После формирования костного окна дальнейшую часть вмешательства проводили с использованием микроинструментария под операционным микроскопом. В набор микрохирургических инструментов входили: микропинцеты с длинными браншами (анатомические и хирургические), угловые ножницы (обычные и с шариком на нижнем лезвии), микродержатели с различными углами активной поверхности, изогнутый пуговчатый зонд, микроскальпель для вскрытия твёрдой мозговой оболочки (ТМО), микрошпатели.
В эпидуральном пространстве у 8 из 9 пациентов этой группы выявлялись в большей или меньшей степени выраженные признаки рубцово-спаечного процесса в эпидкральной клетчатке. Эти изменения были очевидны в случае предшествующих операций на этом уровне или близости уровня непосредственной травмы. При этом клетчатка имела повышенную плотность, была фиксирована к прилежащей твёрдой мозговой оболочке, с повышенной кровоточивостью. Иногда эпидуральная клетчатка вообще отсутствовала. В этом случае оболочка оказывалась тесно спаяной с прилежащей жёлтой связкой, и её выделение представляло существенные трудности, требовало крайней осторожности. В 5 случаях имелись признаки компрессии рубцом дурального мешка.
В заднем эпидуральном пространстве в 7 из 9 случаях обнаруживались расширенные, патологически извитые эпидуральные вены, расположенные поперечно. Данное явление косвенно отражало наличие и степень компремирующих рубцово-спаечных процессов в эпидуральном пространстве, которые приводят к нарушению венозного оттока. Перед вскрытием ТМО их частично коагулировали.
ТМО в случаях непосредственной близости очага травмы или повторного вмешательства на этом уровне, как правило, была напряжена и утолщена, пульсация ослаблена. Её вскрытие выполнялось по средней линии от нижнего до верхнего углов раны. При этом часто обнаруживались её сращения с арахноидальной оболочкой, новообразованные сосуды, которые переходили с арахноидальной оболочки на твёрдую, что также отражало наличие спаечного процесса.
Далее идентифицировались задние корешки. Это делалось после определения дуральных воронок корешков, расположение которых было известным по уровню ламинэктомии. Этап выделения из рубцов и спаек спинного мозга и его сосудов, корешочков проводили при увеличении в 15-20 раз, используя в основном угловые ножницы с шариком на нижнем лезвии, изогнутый пуговчатый зонд, микрошпатели, диссекторы.

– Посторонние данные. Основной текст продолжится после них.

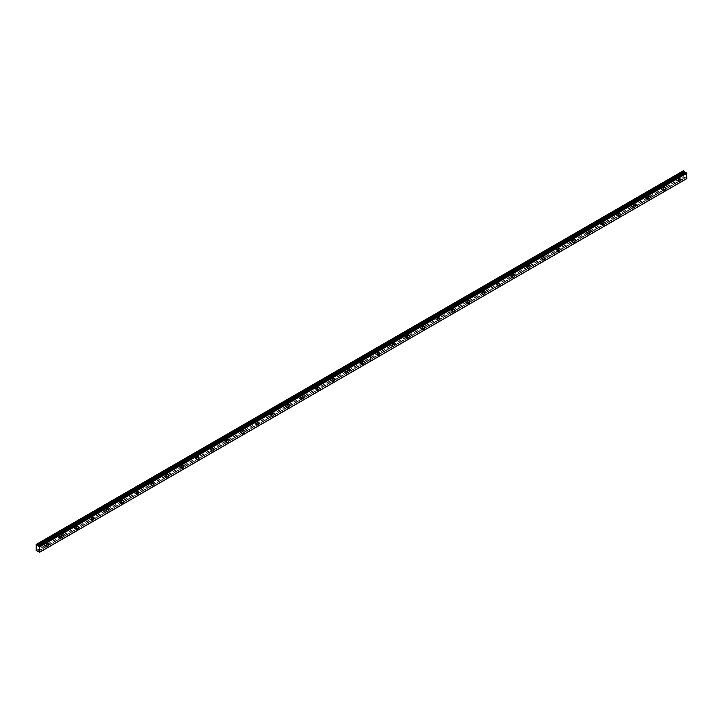 <?xml version="1.0" encoding="UTF-8"?>
<svg xmlns="http://www.w3.org/2000/svg" width="723" height="723" viewBox="0 0 723 723"><rect width="100%" height="100%" fill="white"/><g stroke="black" fill="none" stroke-linecap="round" stroke-linejoin="round"><path stroke-width="0.54" stroke-dasharray="3.62 2.71" d="M677.632 178.545A0.931 0.533 -60 0 1 677.632 180.072A0.931 0.533 -60 0 1 677.632 178.545M675.752 177.46A0.931 0.533 -60 0 1 675.752 178.979A0.931 0.533 -60 0 1 675.752 177.46M45.558 543.47A0.931 0.533 -60 0 1 45.558 544.997A0.931 0.533 -60 0 1 45.558 543.47M43.678 542.386A0.931 0.533 -60 0 1 43.678 543.913A0.931 0.533 -60 0 1 43.678 542.386M60.605 534.785A0.931 0.533 -60 0 1 60.605 536.303A0.931 0.533 -60 0 1 60.605 534.785M58.726 533.701A0.931 0.533 -60 0 1 58.726 535.219A0.931 0.533 -60 0 1 58.726 533.701M75.653 526.1A0.931 0.533 -60 0 1 75.653 527.618A0.931 0.533 -60 0 1 75.653 526.1M73.773 525.006A0.931 0.533 -60 0 1 73.773 526.534A0.931 0.533 -60 0 1 73.773 525.006M90.7 517.406A0.931 0.533 -60 0 1 90.7 518.924A0.931 0.533 -60 0 1 90.7 517.406M88.821 516.321A0.931 0.533 -60 0 1 88.821 517.84A0.931 0.533 -60 0 1 88.821 516.321M105.757 508.721A0.931 0.533 -60 0 1 105.757 510.239A0.931 0.533 -60 0 1 105.757 508.721M103.868 507.636A0.931 0.533 -60 0 1 103.868 509.155A0.931 0.533 -60 0 1 103.868 507.636M120.804 500.027A0.931 0.533 -60 0 1 120.804 501.554A0.931 0.533 -60 0 1 120.804 500.027M118.924 498.942A0.931 0.533 -60 0 1 118.924 500.461A0.931 0.533 -60 0 1 118.924 498.942M135.852 491.342A0.931 0.533 -60 0 1 135.852 492.86A0.931 0.533 -60 0 1 135.852 491.342M133.972 490.257A0.931 0.533 -60 0 1 133.972 491.776A0.931 0.533 -60 0 1 133.972 490.257M150.899 482.657A0.931 0.533 -60 0 1 150.899 484.175A0.931 0.533 -60 0 1 150.899 482.657M149.019 481.563A0.931 0.533 -60 0 1 149.019 483.091A0.931 0.533 -60 0 1 149.019 481.563M165.956 473.963A0.931 0.533 -60 0 1 165.956 475.481A0.931 0.533 -60 0 1 165.956 473.963M164.067 472.878A0.931 0.533 -60 0 1 164.067 474.396A0.931 0.533 -60 0 1 164.067 472.878M181.003 465.278A0.931 0.533 -60 0 1 181.003 466.796A0.931 0.533 -60 0 1 181.003 465.278M179.123 464.193A0.931 0.533 -60 0 1 179.123 465.711A0.931 0.533 -60 0 1 179.123 464.193M196.05 456.584A0.931 0.533 -60 0 1 196.05 458.111A0.931 0.533 -60 0 1 196.05 456.584M194.171 455.499A0.931 0.533 -60 0 1 194.171 457.017A0.931 0.533 -60 0 1 194.171 455.499M211.098 447.899A0.931 0.533 -60 0 1 211.098 449.417A0.931 0.533 -60 0 1 211.098 447.899M209.218 446.814A0.931 0.533 -60 0 1 209.218 448.332A0.931 0.533 -60 0 1 209.218 446.814M226.145 439.213A0.931 0.533 -60 0 1 226.145 440.732A0.931 0.533 -60 0 1 226.145 439.213M224.266 438.12A0.931 0.533 -60 0 1 224.266 439.647A0.931 0.533 -60 0 1 224.266 438.12M241.202 430.519A0.931 0.533 -60 0 1 241.202 432.038A0.931 0.533 -60 0 1 241.202 430.519M239.313 429.435A0.931 0.533 -60 0 1 239.313 430.953A0.931 0.533 -60 0 1 239.313 429.435M256.249 421.834A0.931 0.533 -60 0 1 256.249 423.353A0.931 0.533 -60 0 1 256.249 421.834M254.369 420.75A0.931 0.533 -60 0 1 254.369 422.268A0.931 0.533 -60 0 1 254.369 420.75M271.297 413.14A0.931 0.533 -60 0 1 271.297 414.668A0.931 0.533 -60 0 1 271.297 413.14M269.417 412.056A0.931 0.533 -60 0 1 269.417 413.574A0.931 0.533 -60 0 1 269.417 412.056M286.344 404.455A0.931 0.533 -60 0 1 286.344 405.974A0.931 0.533 -60 0 1 286.344 404.455M284.464 403.371A0.931 0.533 -60 0 1 284.464 404.889A0.931 0.533 -60 0 1 284.464 403.371M301.401 395.77A0.931 0.533 -60 0 1 301.401 397.289A0.931 0.533 -60 0 1 301.401 395.77M299.512 394.677A0.931 0.533 -60 0 1 299.512 396.204A0.931 0.533 -60 0 1 299.512 394.677M316.448 387.076A0.931 0.533 -60 0 1 316.448 388.594A0.931 0.533 -60 0 1 316.448 387.076M314.568 385.992A0.931 0.533 -60 0 1 314.568 387.51A0.931 0.533 -60 0 1 314.568 385.992M331.496 378.391A0.931 0.533 -60 0 1 331.496 379.909A0.931 0.533 -60 0 1 331.496 378.391M329.616 377.307A0.931 0.533 -60 0 1 329.616 378.825A0.931 0.533 -60 0 1 329.616 377.307M346.543 369.697A0.931 0.533 -60 0 1 346.543 371.224A0.931 0.533 -60 0 1 346.543 369.697M344.663 368.613A0.931 0.533 -60 0 1 344.663 370.131A0.931 0.533 -60 0 1 344.663 368.613M361.59 361.012A0.931 0.533 -60 0 1 361.59 362.53A0.931 0.533 -60 0 1 361.59 361.012M359.711 359.927A0.931 0.533 -60 0 1 359.711 361.446A0.931 0.533 -60 0 1 359.711 359.927M376.647 352.327A0.931 0.533 -60 0 1 376.647 353.845A0.931 0.533 -60 0 1 376.647 352.327M374.758 351.233A0.931 0.533 -60 0 1 374.758 352.761A0.931 0.533 -60 0 1 374.758 351.233M391.694 343.633A0.931 0.533 -60 0 1 391.694 345.151A0.931 0.533 -60 0 1 391.694 343.633M389.814 342.548A0.931 0.533 -60 0 1 389.814 344.067A0.931 0.533 -60 0 1 389.814 342.548M406.742 334.948A0.931 0.533 -60 0 1 406.742 336.466A0.931 0.533 -60 0 1 406.742 334.948M404.862 333.863A0.931 0.533 -60 0 1 404.862 335.382A0.931 0.533 -60 0 1 404.862 333.863M421.789 326.254A0.931 0.533 -60 0 1 421.789 327.781A0.931 0.533 -60 0 1 421.789 326.254M419.909 325.169A0.931 0.533 -60 0 1 419.909 326.688A0.931 0.533 -60 0 1 419.909 325.169M436.846 317.569A0.931 0.533 -60 0 1 436.846 319.087A0.931 0.533 -60 0 1 436.846 317.569M434.957 316.484A0.931 0.533 -60 0 1 434.957 318.003A0.931 0.533 -60 0 1 434.957 316.484M451.893 308.875A0.931 0.533 -60 0 1 451.893 310.402A0.931 0.533 -60 0 1 451.893 308.875M450.013 307.79A0.931 0.533 -60 0 1 450.013 309.317A0.931 0.533 -60 0 1 450.013 307.79M466.941 300.19A0.931 0.533 -60 0 1 466.941 301.708A0.931 0.533 -60 0 1 466.941 300.19M465.061 299.105A0.931 0.533 -60 0 1 465.061 300.623A0.931 0.533 -60 0 1 465.061 299.105M481.988 291.505A0.931 0.533 -60 0 1 481.988 293.023A0.931 0.533 -60 0 1 481.988 291.505M480.108 290.411A0.931 0.533 -60 0 1 480.108 291.938A0.931 0.533 -60 0 1 480.108 290.411M497.035 282.81A0.931 0.533 -60 0 1 497.035 284.338A0.931 0.533 -60 0 1 497.035 282.81M495.156 281.726A0.931 0.533 -60 0 1 495.156 283.244A0.931 0.533 -60 0 1 495.156 281.726M512.092 274.125A0.931 0.533 -60 0 1 512.092 275.644A0.931 0.533 -60 0 1 512.092 274.125M510.203 273.041A0.931 0.533 -60 0 1 510.203 274.559A0.931 0.533 -60 0 1 510.203 273.041M527.139 265.431A0.931 0.533 -60 0 1 527.139 266.959A0.931 0.533 -60 0 1 527.139 265.431M525.26 264.347A0.931 0.533 -60 0 1 525.26 265.874A0.931 0.533 -60 0 1 525.26 264.347M542.187 256.746A0.931 0.533 -60 0 1 542.187 258.265A0.931 0.533 -60 0 1 542.187 256.746M540.307 255.662A0.931 0.533 -60 0 1 540.307 257.18A0.931 0.533 -60 0 1 540.307 255.662M557.234 248.061A0.931 0.533 -60 0 1 557.234 249.58A0.931 0.533 -60 0 1 557.234 248.061M555.354 246.968A0.931 0.533 -60 0 1 555.354 248.495A0.931 0.533 -60 0 1 555.354 246.968M572.291 239.367A0.931 0.533 -60 0 1 572.291 240.886A0.931 0.533 -60 0 1 572.291 239.367M570.402 238.283A0.931 0.533 -60 0 1 570.402 239.801A0.931 0.533 -60 0 1 570.402 238.283M587.338 230.682A0.931 0.533 -60 0 1 587.338 232.2A0.931 0.533 -60 0 1 587.338 230.682M585.458 229.598A0.931 0.533 -60 0 1 585.458 231.116A0.931 0.533 -60 0 1 585.458 229.598M602.386 221.988A0.931 0.533 -60 0 1 602.386 223.515A0.931 0.533 -60 0 1 602.386 221.988M600.506 220.904A0.931 0.533 -60 0 1 600.506 222.422A0.931 0.533 -60 0 1 600.506 220.904M617.433 213.303A0.931 0.533 -60 0 1 617.433 214.821A0.931 0.533 -60 0 1 617.433 213.303M615.553 212.219A0.931 0.533 -60 0 1 615.553 213.737A0.931 0.533 -60 0 1 615.553 212.219M632.48 204.618A0.931 0.533 -60 0 1 632.48 206.136A0.931 0.533 -60 0 1 632.48 204.618M630.601 203.524A0.931 0.533 -60 0 1 630.601 205.052A0.931 0.533 -60 0 1 630.601 203.524M647.537 195.924A0.931 0.533 -60 0 1 647.537 197.442A0.931 0.533 -60 0 1 647.537 195.924M645.648 194.839A0.931 0.533 -60 0 1 645.648 196.358A0.931 0.533 -60 0 1 645.648 194.839M662.584 187.239A0.931 0.533 -60 0 1 662.584 188.757A0.931 0.533 -60 0 1 662.584 187.239M660.705 186.154A0.931 0.533 -60 0 1 660.705 187.673A0.931 0.533 -60 0 1 660.705 186.154M662.584 189.299A1.6 0.922 120 0 0 663.624 187.89A1.6 0.922 120 0 0 663.38 186.615A1.6 0.922 120 0 0 662.584 186.697A1.6 0.922 120 0 0 661.536 188.097A1.6 0.922 120 0 0 661.789 189.381A1.6 0.922 120 0 0 662.584 189.299M647.537 197.994A1.6 0.922 120 0 0 648.576 196.584A1.6 0.922 120 0 0 648.332 195.3A1.6 0.922 120 0 0 647.537 195.382A1.6 0.922 120 0 0 646.489 196.792A1.6 0.922 120 0 0 646.733 198.066A1.6 0.922 120 0 0 647.537 197.994M632.48 206.679A1.6 0.922 120 0 0 633.529 205.269A1.6 0.922 120 0 0 633.285 203.994A1.6 0.922 120 0 0 632.48 204.076A1.6 0.922 120 0 0 631.441 205.477A1.6 0.922 120 0 0 631.685 206.76A1.6 0.922 120 0 0 632.48 206.679M617.433 215.364A1.6 0.922 120 0 0 618.481 213.963A1.6 0.922 120 0 0 618.228 212.679A1.6 0.922 120 0 0 617.433 212.761A1.6 0.922 120 0 0 616.394 214.171A1.6 0.922 120 0 0 616.638 215.445A1.6 0.922 120 0 0 617.433 215.364M602.386 224.058A1.6 0.922 120 0 0 603.425 222.648A1.6 0.922 120 0 0 603.181 221.374A1.6 0.922 120 0 0 602.386 221.446A1.6 0.922 120 0 0 601.346 222.856A1.6 0.922 120 0 0 601.59 224.13A1.6 0.922 120 0 0 602.386 224.058M587.338 232.743A1.6 0.922 120 0 0 588.377 231.342A1.6 0.922 120 0 0 588.133 230.059A1.6 0.922 120 0 0 587.338 230.14A1.6 0.922 120 0 0 586.29 231.541A1.6 0.922 120 0 0 586.534 232.824A1.6 0.922 120 0 0 587.338 232.743M572.291 241.437A1.6 0.922 120 0 0 573.33 240.027A1.6 0.922 120 0 0 573.086 238.744A1.6 0.922 120 0 0 572.291 238.825A1.6 0.922 120 0 0 571.242 240.235A1.6 0.922 120 0 0 571.486 241.509A1.6 0.922 120 0 0 572.291 241.437M557.234 250.122A1.6 0.922 120 0 0 558.283 248.712A1.6 0.922 120 0 0 558.039 247.438A1.6 0.922 120 0 0 557.234 247.519A1.6 0.922 120 0 0 556.195 248.92A1.6 0.922 120 0 0 556.439 250.203A1.6 0.922 120 0 0 557.234 250.122M542.187 258.807A1.6 0.922 120 0 0 543.226 257.406A1.6 0.922 120 0 0 542.982 256.123A1.6 0.922 120 0 0 542.187 256.204A1.6 0.922 120 0 0 541.147 257.614A1.6 0.922 120 0 0 541.391 258.888A1.6 0.922 120 0 0 542.187 258.807M527.139 267.501A1.6 0.922 120 0 0 528.179 266.091A1.6 0.922 120 0 0 527.935 264.817A1.6 0.922 120 0 0 527.139 264.889A1.6 0.922 120 0 0 526.091 266.299A1.6 0.922 120 0 0 526.344 267.582A1.6 0.922 120 0 0 527.139 267.501M512.092 276.186A1.6 0.922 120 0 0 513.131 274.785A1.6 0.922 120 0 0 512.887 273.502A1.6 0.922 120 0 0 512.092 273.583A1.6 0.922 120 0 0 511.044 274.984A1.6 0.922 120 0 0 511.288 276.267A1.6 0.922 120 0 0 512.092 276.186M497.035 284.88A1.6 0.922 120 0 0 498.084 283.47A1.6 0.922 120 0 0 497.84 282.187A1.6 0.922 120 0 0 497.035 282.268A1.6 0.922 120 0 0 495.996 283.678A1.6 0.922 120 0 0 496.24 284.952A1.6 0.922 120 0 0 497.035 284.88M481.988 293.565A1.6 0.922 120 0 0 483.036 292.155A1.6 0.922 120 0 0 482.783 290.881A1.6 0.922 120 0 0 481.988 290.962A1.6 0.922 120 0 0 480.949 292.363A1.6 0.922 120 0 0 481.193 293.646A1.6 0.922 120 0 0 481.988 293.565M466.941 302.25A1.6 0.922 120 0 0 467.98 300.849A1.6 0.922 120 0 0 467.736 299.566A1.6 0.922 120 0 0 466.941 299.647A1.6 0.922 120 0 0 465.901 301.057A1.6 0.922 120 0 0 466.145 302.331A1.6 0.922 120 0 0 466.941 302.25M451.893 310.944A1.6 0.922 120 0 0 452.932 309.534A1.6 0.922 120 0 0 452.688 308.26A1.6 0.922 120 0 0 451.893 308.332A1.6 0.922 120 0 0 450.845 309.742A1.6 0.922 120 0 0 451.089 311.026A1.6 0.922 120 0 0 451.893 310.944M436.846 319.629A1.6 0.922 120 0 0 437.885 318.228A1.6 0.922 120 0 0 437.641 316.945A1.6 0.922 120 0 0 436.846 317.026A1.6 0.922 120 0 0 435.797 318.427A1.6 0.922 120 0 0 436.041 319.711A1.6 0.922 120 0 0 436.846 319.629M421.789 328.323A1.6 0.922 120 0 0 422.838 326.913A1.6 0.922 120 0 0 422.594 325.63A1.6 0.922 120 0 0 421.789 325.712A1.6 0.922 120 0 0 420.75 327.121A1.6 0.922 120 0 0 420.994 328.396A1.6 0.922 120 0 0 421.789 328.323M406.742 337.008A1.6 0.922 120 0 0 407.781 335.599A1.6 0.922 120 0 0 407.537 334.324A1.6 0.922 120 0 0 406.742 334.406A1.6 0.922 120 0 0 405.702 335.806A1.6 0.922 120 0 0 405.946 337.09A1.6 0.922 120 0 0 406.742 337.008M391.694 345.693A1.6 0.922 120 0 0 392.734 344.293A1.6 0.922 120 0 0 392.49 343.009A1.6 0.922 120 0 0 391.694 343.091A1.6 0.922 120 0 0 390.646 344.5A1.6 0.922 120 0 0 390.899 345.775A1.6 0.922 120 0 0 391.694 345.693M376.647 354.387A1.6 0.922 120 0 0 377.686 352.978A1.6 0.922 120 0 0 377.442 351.703A1.6 0.922 120 0 0 376.647 351.776A1.6 0.922 120 0 0 375.599 353.186A1.6 0.922 120 0 0 375.843 354.469A1.6 0.922 120 0 0 376.647 354.387M677.632 180.614A1.6 0.922 120 0 0 678.671 179.205A1.6 0.922 120 0 0 678.427 177.93A1.6 0.922 120 0 0 677.632 178.003A1.6 0.922 120 0 0 676.592 179.412A1.6 0.922 120 0 0 676.836 180.687A1.6 0.922 120 0 0 677.632 180.614M361.59 363.073A1.6 0.922 120 0 0 362.639 361.672A1.6 0.922 120 0 0 362.395 360.388A1.6 0.922 120 0 0 361.59 360.47A1.6 0.922 120 0 0 360.551 361.871A1.6 0.922 120 0 0 360.795 363.154A1.6 0.922 120 0 0 361.59 363.073M346.543 371.767A1.6 0.922 120 0 0 347.591 370.357A1.6 0.922 120 0 0 347.338 369.073A1.6 0.922 120 0 0 346.543 369.155A1.6 0.922 120 0 0 345.504 370.565A1.6 0.922 120 0 0 345.748 371.839A1.6 0.922 120 0 0 346.543 371.767M331.496 380.452A1.6 0.922 120 0 0 332.535 379.042A1.6 0.922 120 0 0 332.291 377.768A1.6 0.922 120 0 0 331.496 377.849A1.6 0.922 120 0 0 330.456 379.25A1.6 0.922 120 0 0 330.7 380.533A1.6 0.922 120 0 0 331.496 380.452M316.448 389.137A1.6 0.922 120 0 0 317.487 387.736A1.6 0.922 120 0 0 317.243 386.453A1.6 0.922 120 0 0 316.448 386.534A1.6 0.922 120 0 0 315.4 387.944A1.6 0.922 120 0 0 315.644 389.218A1.6 0.922 120 0 0 316.448 389.137M301.401 397.831A1.6 0.922 120 0 0 302.44 396.421A1.6 0.922 120 0 0 302.196 395.147A1.6 0.922 120 0 0 301.401 395.219A1.6 0.922 120 0 0 300.352 396.629A1.6 0.922 120 0 0 300.596 397.912A1.6 0.922 120 0 0 301.401 397.831M286.344 406.516A1.6 0.922 120 0 0 287.393 405.115A1.6 0.922 120 0 0 287.148 403.832A1.6 0.922 120 0 0 286.344 403.913A1.6 0.922 120 0 0 285.305 405.323A1.6 0.922 120 0 0 285.549 406.597A1.6 0.922 120 0 0 286.344 406.516M271.297 415.21A1.6 0.922 120 0 0 272.336 413.8A1.6 0.922 120 0 0 272.092 412.526A1.6 0.922 120 0 0 271.297 412.598A1.6 0.922 120 0 0 270.257 414.008A1.6 0.922 120 0 0 270.501 415.282A1.6 0.922 120 0 0 271.297 415.21M256.249 423.895A1.6 0.922 120 0 0 257.289 422.485A1.6 0.922 120 0 0 257.045 421.211A1.6 0.922 120 0 0 256.249 421.292A1.6 0.922 120 0 0 255.201 422.693A1.6 0.922 120 0 0 255.454 423.976A1.6 0.922 120 0 0 256.249 423.895M241.202 432.589A1.6 0.922 120 0 0 242.241 431.179A1.6 0.922 120 0 0 241.997 429.896A1.6 0.922 120 0 0 241.202 429.977A1.6 0.922 120 0 0 240.153 431.387A1.6 0.922 120 0 0 240.398 432.661A1.6 0.922 120 0 0 241.202 432.589M226.145 441.274A1.6 0.922 120 0 0 227.194 439.864A1.6 0.922 120 0 0 226.95 438.59A1.6 0.922 120 0 0 226.145 438.662A1.6 0.922 120 0 0 225.106 440.072A1.6 0.922 120 0 0 225.35 441.355A1.6 0.922 120 0 0 226.145 441.274M211.098 449.959A1.6 0.922 120 0 0 212.146 448.558A1.6 0.922 120 0 0 211.902 447.275A1.6 0.922 120 0 0 211.098 447.356A1.6 0.922 120 0 0 210.059 448.766A1.6 0.922 120 0 0 210.303 450.04A1.6 0.922 120 0 0 211.098 449.959M196.05 458.653A1.6 0.922 120 0 0 197.09 457.243A1.6 0.922 120 0 0 196.846 455.969A1.6 0.922 120 0 0 196.05 456.041A1.6 0.922 120 0 0 195.011 457.451A1.6 0.922 120 0 0 195.255 458.725A1.6 0.922 120 0 0 196.05 458.653M181.003 467.338A1.6 0.922 120 0 0 182.042 465.928A1.6 0.922 120 0 0 181.798 464.654A1.6 0.922 120 0 0 181.003 464.735A1.6 0.922 120 0 0 179.955 466.136A1.6 0.922 120 0 0 180.199 467.42A1.6 0.922 120 0 0 181.003 467.338M165.956 476.032A1.6 0.922 120 0 0 166.995 474.622A1.6 0.922 120 0 0 166.751 473.339A1.6 0.922 120 0 0 165.956 473.42A1.6 0.922 120 0 0 164.907 474.83A1.6 0.922 120 0 0 165.151 476.105A1.6 0.922 120 0 0 165.956 476.032M150.899 484.717A1.6 0.922 120 0 0 151.947 483.307A1.6 0.922 120 0 0 151.703 482.033A1.6 0.922 120 0 0 150.899 482.114A1.6 0.922 120 0 0 149.86 483.515A1.6 0.922 120 0 0 150.104 484.799A1.6 0.922 120 0 0 150.899 484.717M135.852 493.402A1.6 0.922 120 0 0 136.891 492.002A1.6 0.922 120 0 0 136.647 490.718A1.6 0.922 120 0 0 135.852 490.8A1.6 0.922 120 0 0 134.812 492.209A1.6 0.922 120 0 0 135.056 493.484A1.6 0.922 120 0 0 135.852 493.402M120.804 502.096A1.6 0.922 120 0 0 121.844 500.687A1.6 0.922 120 0 0 121.6 499.412A1.6 0.922 120 0 0 120.804 499.485A1.6 0.922 120 0 0 119.756 500.894A1.6 0.922 120 0 0 120.009 502.178A1.6 0.922 120 0 0 120.804 502.096M105.757 510.781A1.6 0.922 120 0 0 106.796 509.381A1.6 0.922 120 0 0 106.552 508.097A1.6 0.922 120 0 0 105.757 508.179A1.6 0.922 120 0 0 104.708 509.579A1.6 0.922 120 0 0 104.952 510.863A1.6 0.922 120 0 0 105.757 510.781M90.7 519.476A1.6 0.922 120 0 0 91.749 518.066A1.6 0.922 120 0 0 91.505 516.782A1.6 0.922 120 0 0 90.7 516.864A1.6 0.922 120 0 0 89.661 518.274A1.6 0.922 120 0 0 89.905 519.548A1.6 0.922 120 0 0 90.7 519.476M75.653 528.161A1.6 0.922 120 0 0 76.701 526.751A1.6 0.922 120 0 0 76.457 525.476A1.6 0.922 120 0 0 75.653 525.558A1.6 0.922 120 0 0 74.614 526.959A1.6 0.922 120 0 0 74.858 528.242A1.6 0.922 120 0 0 75.653 528.161M60.605 536.846A1.6 0.922 120 0 0 61.645 535.445A1.6 0.922 120 0 0 61.401 534.161A1.6 0.922 120 0 0 60.605 534.243A1.6 0.922 120 0 0 59.566 535.653A1.6 0.922 120 0 0 59.81 536.927A1.6 0.922 120 0 0 60.605 536.846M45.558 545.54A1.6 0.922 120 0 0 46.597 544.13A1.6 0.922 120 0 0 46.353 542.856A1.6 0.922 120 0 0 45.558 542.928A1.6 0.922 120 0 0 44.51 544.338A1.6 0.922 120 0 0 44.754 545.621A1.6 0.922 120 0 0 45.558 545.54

Следующим этапом операции было определение задней боковой борозды спинного мозга. Для этого корешочки выбранных люмбоскральных задних корешков смещались дорзально и медиально для получения адекватного доступа к вентролатеральной и вентромедиальной частей ВЗЗК. Корешочки выбранных задних корешков удерживались в качестве ретрактора изогнутым пуговчатым зондом или специальным микроотсосом с шаровидным окончанием. После разделения арахноидальных волокон, придерживая корешочки вместе с пиальной, оболочкой, острыми микроножницами производилась диссекция и сохранение основных артерий, идущих вдоль заднелатеральной борозды. Более мелкие артерии коагулировались острым коагуляционным микропинцетом. После этого специальным микроскальпелем поочередно с вентральной и медиальной стороны проводилась клиновидная резекция корешочков с волокнами ВЗЗК на глубину 2-3 мм на протяжении всего сегмента (см. рис. 3.15).